--- About this exercise ---
Please work out how many lines in the entries below include the string "NodePath", and reply with the number alone.

(Items from a data source)

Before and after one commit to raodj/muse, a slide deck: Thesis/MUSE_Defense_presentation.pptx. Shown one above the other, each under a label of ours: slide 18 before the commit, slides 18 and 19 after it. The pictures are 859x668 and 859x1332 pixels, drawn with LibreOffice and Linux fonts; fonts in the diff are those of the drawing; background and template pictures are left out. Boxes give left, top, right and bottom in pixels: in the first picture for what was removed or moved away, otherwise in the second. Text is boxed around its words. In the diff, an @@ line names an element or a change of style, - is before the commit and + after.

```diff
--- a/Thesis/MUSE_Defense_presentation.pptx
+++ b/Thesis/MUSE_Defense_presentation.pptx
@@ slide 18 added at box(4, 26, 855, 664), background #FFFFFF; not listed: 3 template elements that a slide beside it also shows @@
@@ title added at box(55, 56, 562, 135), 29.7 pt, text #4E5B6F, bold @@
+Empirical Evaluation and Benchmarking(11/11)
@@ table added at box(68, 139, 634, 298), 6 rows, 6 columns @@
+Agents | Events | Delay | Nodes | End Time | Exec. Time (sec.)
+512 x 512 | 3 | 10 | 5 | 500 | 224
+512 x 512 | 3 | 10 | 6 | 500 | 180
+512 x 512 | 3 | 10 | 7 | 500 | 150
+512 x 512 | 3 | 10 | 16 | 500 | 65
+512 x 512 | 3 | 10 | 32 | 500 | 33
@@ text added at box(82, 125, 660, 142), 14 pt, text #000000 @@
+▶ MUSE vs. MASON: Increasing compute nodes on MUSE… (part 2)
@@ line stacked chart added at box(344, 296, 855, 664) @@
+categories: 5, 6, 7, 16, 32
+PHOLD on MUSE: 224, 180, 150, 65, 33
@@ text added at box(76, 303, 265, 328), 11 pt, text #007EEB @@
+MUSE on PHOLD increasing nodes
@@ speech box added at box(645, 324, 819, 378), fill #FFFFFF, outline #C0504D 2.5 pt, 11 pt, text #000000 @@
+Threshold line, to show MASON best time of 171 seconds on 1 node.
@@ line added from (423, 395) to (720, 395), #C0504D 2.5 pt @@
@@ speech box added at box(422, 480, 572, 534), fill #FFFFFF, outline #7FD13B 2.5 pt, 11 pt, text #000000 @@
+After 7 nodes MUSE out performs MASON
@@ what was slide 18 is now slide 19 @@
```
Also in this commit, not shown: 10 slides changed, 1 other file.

--

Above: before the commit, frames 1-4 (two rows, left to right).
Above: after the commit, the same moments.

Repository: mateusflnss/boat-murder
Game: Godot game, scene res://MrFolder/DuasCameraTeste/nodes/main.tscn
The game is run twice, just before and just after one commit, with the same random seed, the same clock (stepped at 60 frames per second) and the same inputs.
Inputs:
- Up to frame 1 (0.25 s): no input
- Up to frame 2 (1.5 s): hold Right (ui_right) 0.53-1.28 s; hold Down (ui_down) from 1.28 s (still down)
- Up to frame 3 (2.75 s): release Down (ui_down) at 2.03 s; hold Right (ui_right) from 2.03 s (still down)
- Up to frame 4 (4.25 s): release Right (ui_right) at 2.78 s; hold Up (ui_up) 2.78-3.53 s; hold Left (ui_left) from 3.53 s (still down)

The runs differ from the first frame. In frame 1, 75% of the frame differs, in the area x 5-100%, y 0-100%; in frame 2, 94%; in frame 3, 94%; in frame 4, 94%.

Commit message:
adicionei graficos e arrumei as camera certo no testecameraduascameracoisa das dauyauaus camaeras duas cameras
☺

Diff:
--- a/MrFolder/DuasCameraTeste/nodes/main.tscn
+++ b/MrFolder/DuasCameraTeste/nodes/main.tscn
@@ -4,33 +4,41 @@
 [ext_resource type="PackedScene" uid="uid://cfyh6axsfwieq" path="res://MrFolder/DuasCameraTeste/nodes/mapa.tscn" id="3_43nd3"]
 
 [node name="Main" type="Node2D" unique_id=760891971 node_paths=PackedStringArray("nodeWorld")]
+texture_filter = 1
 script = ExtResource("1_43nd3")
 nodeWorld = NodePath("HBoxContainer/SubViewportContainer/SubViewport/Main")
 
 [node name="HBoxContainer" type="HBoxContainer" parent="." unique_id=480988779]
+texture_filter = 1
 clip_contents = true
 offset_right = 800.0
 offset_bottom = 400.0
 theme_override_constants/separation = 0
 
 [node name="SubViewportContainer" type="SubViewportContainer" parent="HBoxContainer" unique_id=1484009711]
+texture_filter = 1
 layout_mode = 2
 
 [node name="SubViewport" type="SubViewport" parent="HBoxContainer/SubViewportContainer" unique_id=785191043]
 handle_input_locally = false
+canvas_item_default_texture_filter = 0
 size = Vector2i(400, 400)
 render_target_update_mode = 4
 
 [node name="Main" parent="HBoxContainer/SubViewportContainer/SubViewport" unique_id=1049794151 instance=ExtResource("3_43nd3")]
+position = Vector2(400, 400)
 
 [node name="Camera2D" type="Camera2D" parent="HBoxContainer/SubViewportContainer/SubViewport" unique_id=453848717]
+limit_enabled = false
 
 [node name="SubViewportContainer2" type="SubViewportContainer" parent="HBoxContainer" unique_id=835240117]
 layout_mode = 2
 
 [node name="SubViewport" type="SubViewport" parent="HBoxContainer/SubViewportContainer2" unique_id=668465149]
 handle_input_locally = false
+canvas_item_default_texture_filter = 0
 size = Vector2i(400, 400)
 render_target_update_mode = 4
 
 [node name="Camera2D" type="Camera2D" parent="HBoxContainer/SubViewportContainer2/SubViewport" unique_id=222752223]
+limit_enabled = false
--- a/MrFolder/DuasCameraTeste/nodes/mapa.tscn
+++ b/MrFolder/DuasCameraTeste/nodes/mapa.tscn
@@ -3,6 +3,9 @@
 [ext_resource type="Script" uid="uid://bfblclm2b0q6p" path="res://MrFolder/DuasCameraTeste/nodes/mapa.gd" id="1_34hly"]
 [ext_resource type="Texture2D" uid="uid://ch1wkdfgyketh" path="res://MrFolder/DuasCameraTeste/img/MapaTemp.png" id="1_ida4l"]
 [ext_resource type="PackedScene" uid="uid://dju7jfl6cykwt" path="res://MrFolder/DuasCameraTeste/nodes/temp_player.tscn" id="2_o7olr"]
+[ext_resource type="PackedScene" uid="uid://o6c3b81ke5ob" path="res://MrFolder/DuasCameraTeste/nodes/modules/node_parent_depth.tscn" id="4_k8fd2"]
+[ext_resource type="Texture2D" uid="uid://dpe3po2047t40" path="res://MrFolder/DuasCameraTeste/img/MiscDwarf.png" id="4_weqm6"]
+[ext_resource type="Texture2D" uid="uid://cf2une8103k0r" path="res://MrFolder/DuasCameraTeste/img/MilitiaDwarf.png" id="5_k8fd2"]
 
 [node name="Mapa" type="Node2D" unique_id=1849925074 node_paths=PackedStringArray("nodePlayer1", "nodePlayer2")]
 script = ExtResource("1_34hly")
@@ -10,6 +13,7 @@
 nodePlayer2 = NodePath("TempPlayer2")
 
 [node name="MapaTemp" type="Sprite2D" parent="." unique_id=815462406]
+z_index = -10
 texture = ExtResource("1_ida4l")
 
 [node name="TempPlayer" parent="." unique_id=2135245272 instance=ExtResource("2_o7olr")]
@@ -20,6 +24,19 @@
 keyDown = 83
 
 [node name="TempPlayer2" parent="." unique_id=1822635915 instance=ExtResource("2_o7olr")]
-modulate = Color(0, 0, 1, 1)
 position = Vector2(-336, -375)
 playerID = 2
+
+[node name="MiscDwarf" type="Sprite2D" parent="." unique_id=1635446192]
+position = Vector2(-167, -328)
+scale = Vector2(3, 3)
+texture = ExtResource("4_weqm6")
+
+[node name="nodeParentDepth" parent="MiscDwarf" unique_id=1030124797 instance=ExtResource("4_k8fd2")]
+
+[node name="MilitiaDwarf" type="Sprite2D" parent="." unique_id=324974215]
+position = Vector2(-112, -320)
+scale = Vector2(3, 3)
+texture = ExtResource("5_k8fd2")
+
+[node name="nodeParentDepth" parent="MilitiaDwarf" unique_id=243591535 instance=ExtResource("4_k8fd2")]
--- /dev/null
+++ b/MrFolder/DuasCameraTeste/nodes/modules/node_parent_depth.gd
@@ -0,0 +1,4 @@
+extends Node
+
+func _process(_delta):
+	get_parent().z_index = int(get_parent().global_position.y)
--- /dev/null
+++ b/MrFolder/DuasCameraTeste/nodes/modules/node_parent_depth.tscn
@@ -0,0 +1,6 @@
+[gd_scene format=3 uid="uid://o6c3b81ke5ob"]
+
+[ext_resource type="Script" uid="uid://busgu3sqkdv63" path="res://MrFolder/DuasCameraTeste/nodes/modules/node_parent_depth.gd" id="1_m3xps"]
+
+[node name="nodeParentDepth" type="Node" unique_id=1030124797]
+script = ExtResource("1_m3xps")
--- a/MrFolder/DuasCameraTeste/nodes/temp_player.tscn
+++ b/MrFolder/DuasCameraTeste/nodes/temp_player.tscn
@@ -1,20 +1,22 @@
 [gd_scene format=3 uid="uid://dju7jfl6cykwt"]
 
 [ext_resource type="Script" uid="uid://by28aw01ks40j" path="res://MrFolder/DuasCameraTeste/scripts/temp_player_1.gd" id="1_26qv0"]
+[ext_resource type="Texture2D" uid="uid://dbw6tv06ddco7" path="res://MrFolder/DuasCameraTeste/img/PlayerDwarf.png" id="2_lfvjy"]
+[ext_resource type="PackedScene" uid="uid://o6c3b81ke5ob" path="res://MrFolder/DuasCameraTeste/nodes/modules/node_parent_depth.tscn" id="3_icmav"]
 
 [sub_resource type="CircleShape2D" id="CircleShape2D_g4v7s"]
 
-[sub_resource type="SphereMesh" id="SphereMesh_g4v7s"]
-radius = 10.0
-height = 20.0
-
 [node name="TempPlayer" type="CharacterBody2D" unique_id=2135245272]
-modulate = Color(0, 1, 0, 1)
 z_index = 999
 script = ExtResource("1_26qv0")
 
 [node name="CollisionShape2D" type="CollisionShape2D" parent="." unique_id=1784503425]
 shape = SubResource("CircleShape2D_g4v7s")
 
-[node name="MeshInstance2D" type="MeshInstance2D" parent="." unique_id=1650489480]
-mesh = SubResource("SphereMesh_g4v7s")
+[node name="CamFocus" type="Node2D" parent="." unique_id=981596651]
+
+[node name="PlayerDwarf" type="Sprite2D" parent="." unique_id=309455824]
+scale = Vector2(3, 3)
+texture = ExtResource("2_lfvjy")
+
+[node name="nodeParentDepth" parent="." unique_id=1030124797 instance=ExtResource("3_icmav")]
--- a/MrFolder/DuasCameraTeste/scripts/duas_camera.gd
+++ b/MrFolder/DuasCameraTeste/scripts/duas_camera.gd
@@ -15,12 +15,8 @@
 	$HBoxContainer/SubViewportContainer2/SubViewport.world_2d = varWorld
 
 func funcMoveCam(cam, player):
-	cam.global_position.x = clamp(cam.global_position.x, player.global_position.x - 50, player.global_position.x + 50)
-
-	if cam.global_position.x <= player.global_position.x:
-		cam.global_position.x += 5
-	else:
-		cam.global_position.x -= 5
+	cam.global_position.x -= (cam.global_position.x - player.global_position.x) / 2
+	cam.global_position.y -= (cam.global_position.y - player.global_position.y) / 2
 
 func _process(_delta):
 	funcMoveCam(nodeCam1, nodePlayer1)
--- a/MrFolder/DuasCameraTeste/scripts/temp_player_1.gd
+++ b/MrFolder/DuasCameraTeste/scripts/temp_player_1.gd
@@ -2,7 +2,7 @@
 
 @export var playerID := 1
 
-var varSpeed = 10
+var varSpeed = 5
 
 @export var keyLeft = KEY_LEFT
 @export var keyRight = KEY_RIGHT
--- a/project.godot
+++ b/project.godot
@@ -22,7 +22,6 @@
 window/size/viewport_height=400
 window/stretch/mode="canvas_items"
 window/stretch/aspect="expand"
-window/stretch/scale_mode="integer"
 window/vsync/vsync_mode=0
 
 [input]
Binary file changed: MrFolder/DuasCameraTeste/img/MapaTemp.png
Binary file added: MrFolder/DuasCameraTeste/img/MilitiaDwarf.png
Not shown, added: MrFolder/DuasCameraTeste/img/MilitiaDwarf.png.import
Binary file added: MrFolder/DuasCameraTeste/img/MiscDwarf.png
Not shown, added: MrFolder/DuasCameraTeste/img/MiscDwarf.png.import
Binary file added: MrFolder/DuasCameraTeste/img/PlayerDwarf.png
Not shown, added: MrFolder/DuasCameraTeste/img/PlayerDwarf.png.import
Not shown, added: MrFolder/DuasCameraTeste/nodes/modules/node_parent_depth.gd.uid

--- Expected answer ---
2